EXERCISE REQUIREMENTS: From the entries below, work out how many lines contain the string "this"; answer with the number alone.

(DATA FOR REVIEW Opens)

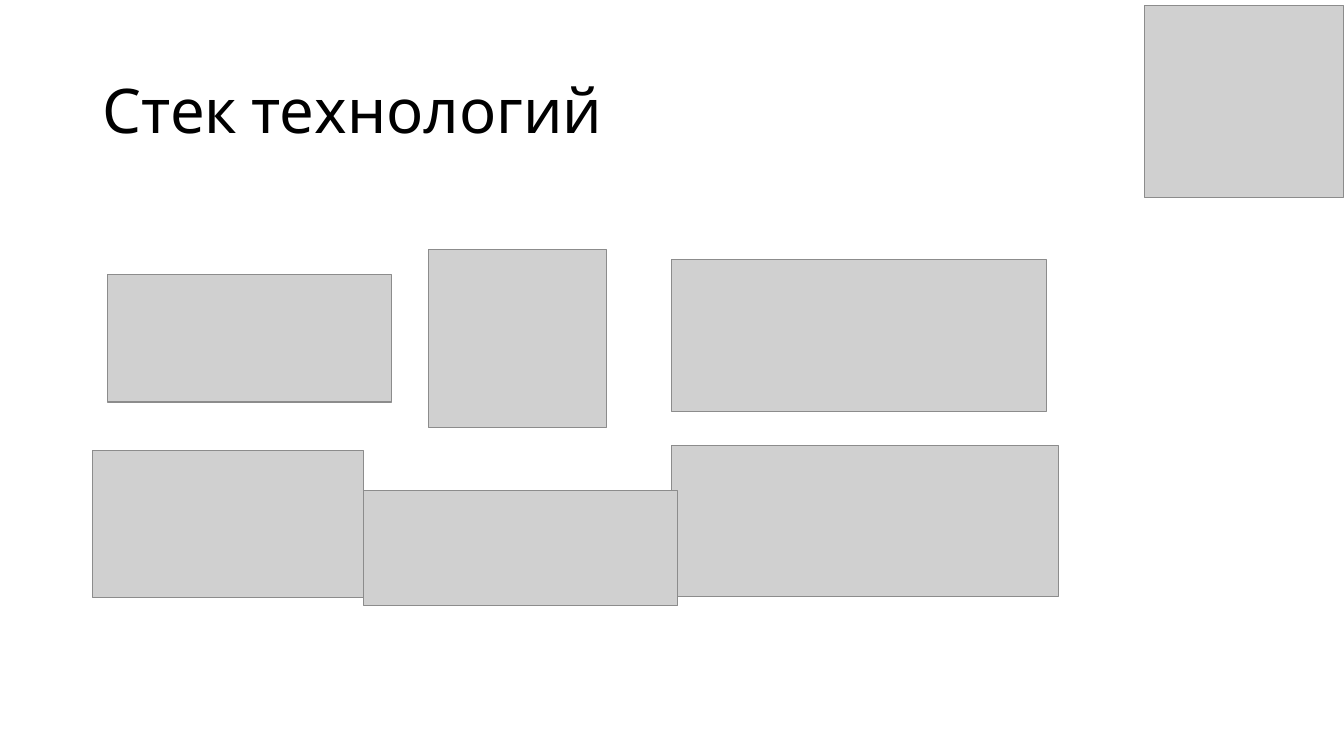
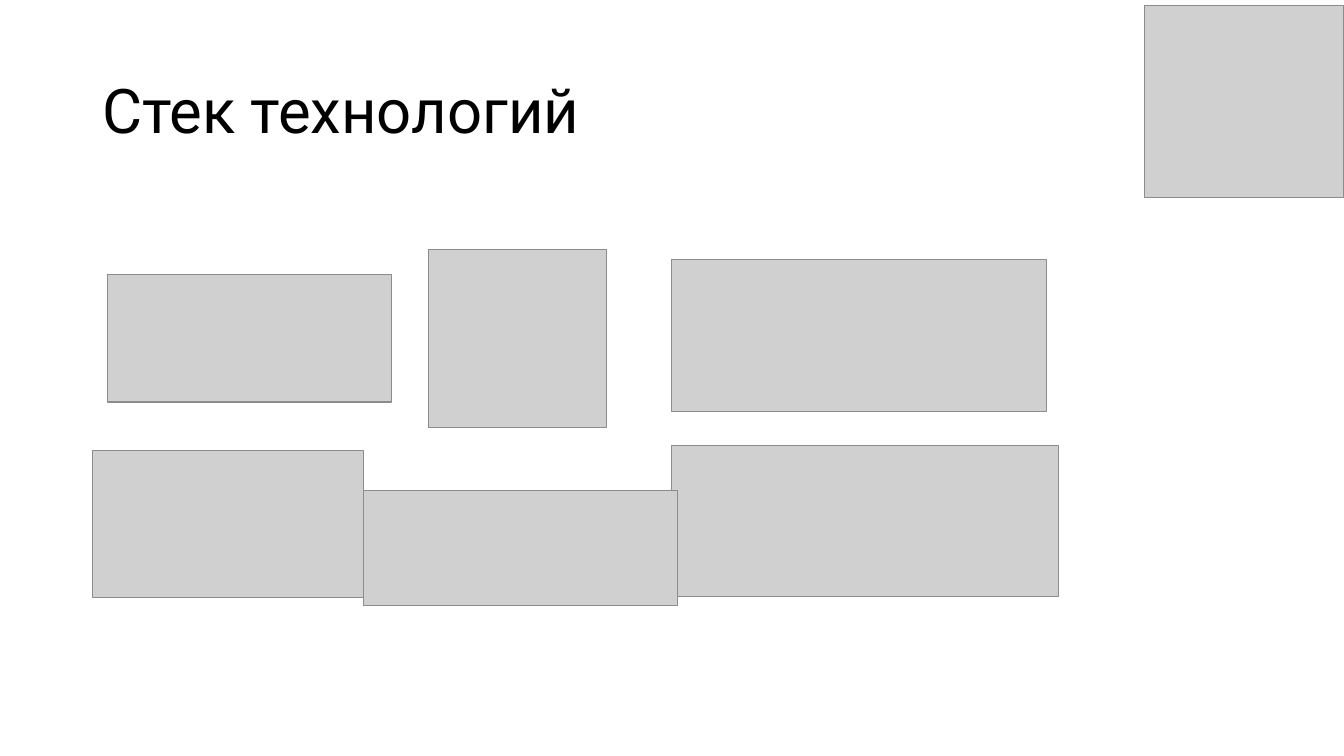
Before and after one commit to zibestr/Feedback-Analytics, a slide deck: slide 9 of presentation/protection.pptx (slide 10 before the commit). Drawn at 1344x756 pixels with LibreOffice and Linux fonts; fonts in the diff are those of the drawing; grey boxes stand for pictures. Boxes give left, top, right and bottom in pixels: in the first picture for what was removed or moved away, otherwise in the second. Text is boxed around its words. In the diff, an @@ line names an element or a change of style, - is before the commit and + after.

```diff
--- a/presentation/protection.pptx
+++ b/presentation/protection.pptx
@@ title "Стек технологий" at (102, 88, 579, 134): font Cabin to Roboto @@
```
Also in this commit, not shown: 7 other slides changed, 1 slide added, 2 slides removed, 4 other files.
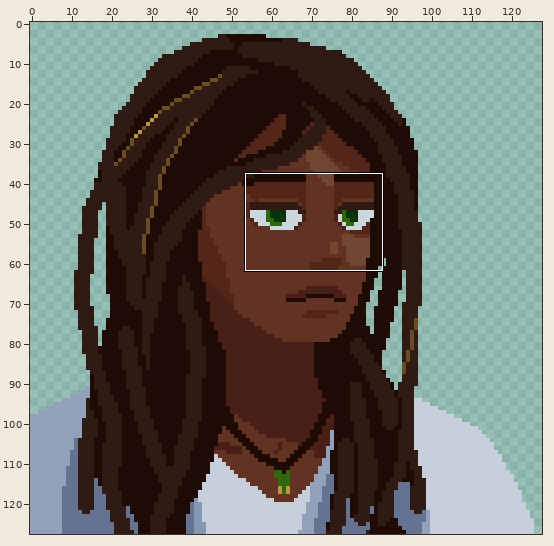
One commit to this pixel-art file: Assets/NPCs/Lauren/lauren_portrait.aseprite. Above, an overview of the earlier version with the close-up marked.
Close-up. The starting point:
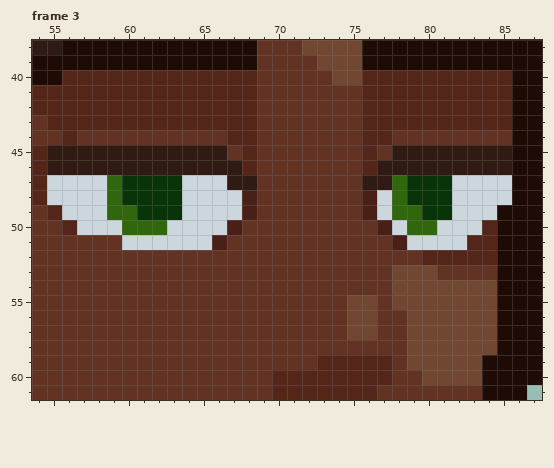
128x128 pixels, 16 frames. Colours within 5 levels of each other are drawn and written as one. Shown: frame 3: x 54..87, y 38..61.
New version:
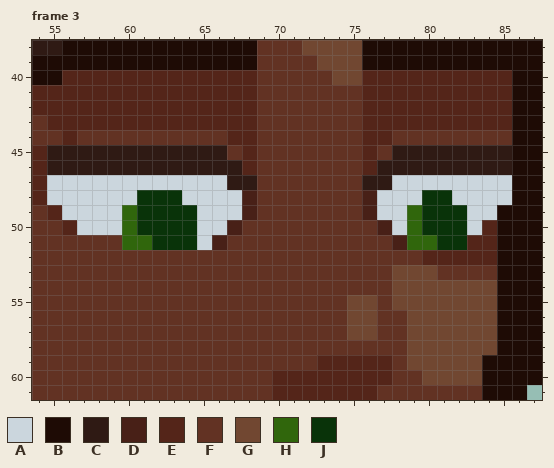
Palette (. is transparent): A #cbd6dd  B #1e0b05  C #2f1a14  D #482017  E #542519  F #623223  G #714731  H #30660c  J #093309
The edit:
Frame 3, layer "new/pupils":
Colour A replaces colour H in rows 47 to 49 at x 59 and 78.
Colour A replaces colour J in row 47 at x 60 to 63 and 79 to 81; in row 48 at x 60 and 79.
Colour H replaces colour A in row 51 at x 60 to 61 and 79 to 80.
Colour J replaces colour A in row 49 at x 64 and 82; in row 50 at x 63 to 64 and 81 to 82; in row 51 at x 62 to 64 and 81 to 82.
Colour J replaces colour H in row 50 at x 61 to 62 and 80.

(DATA FOR REVIEW Closes)

PROBLEM SOLUTION: 2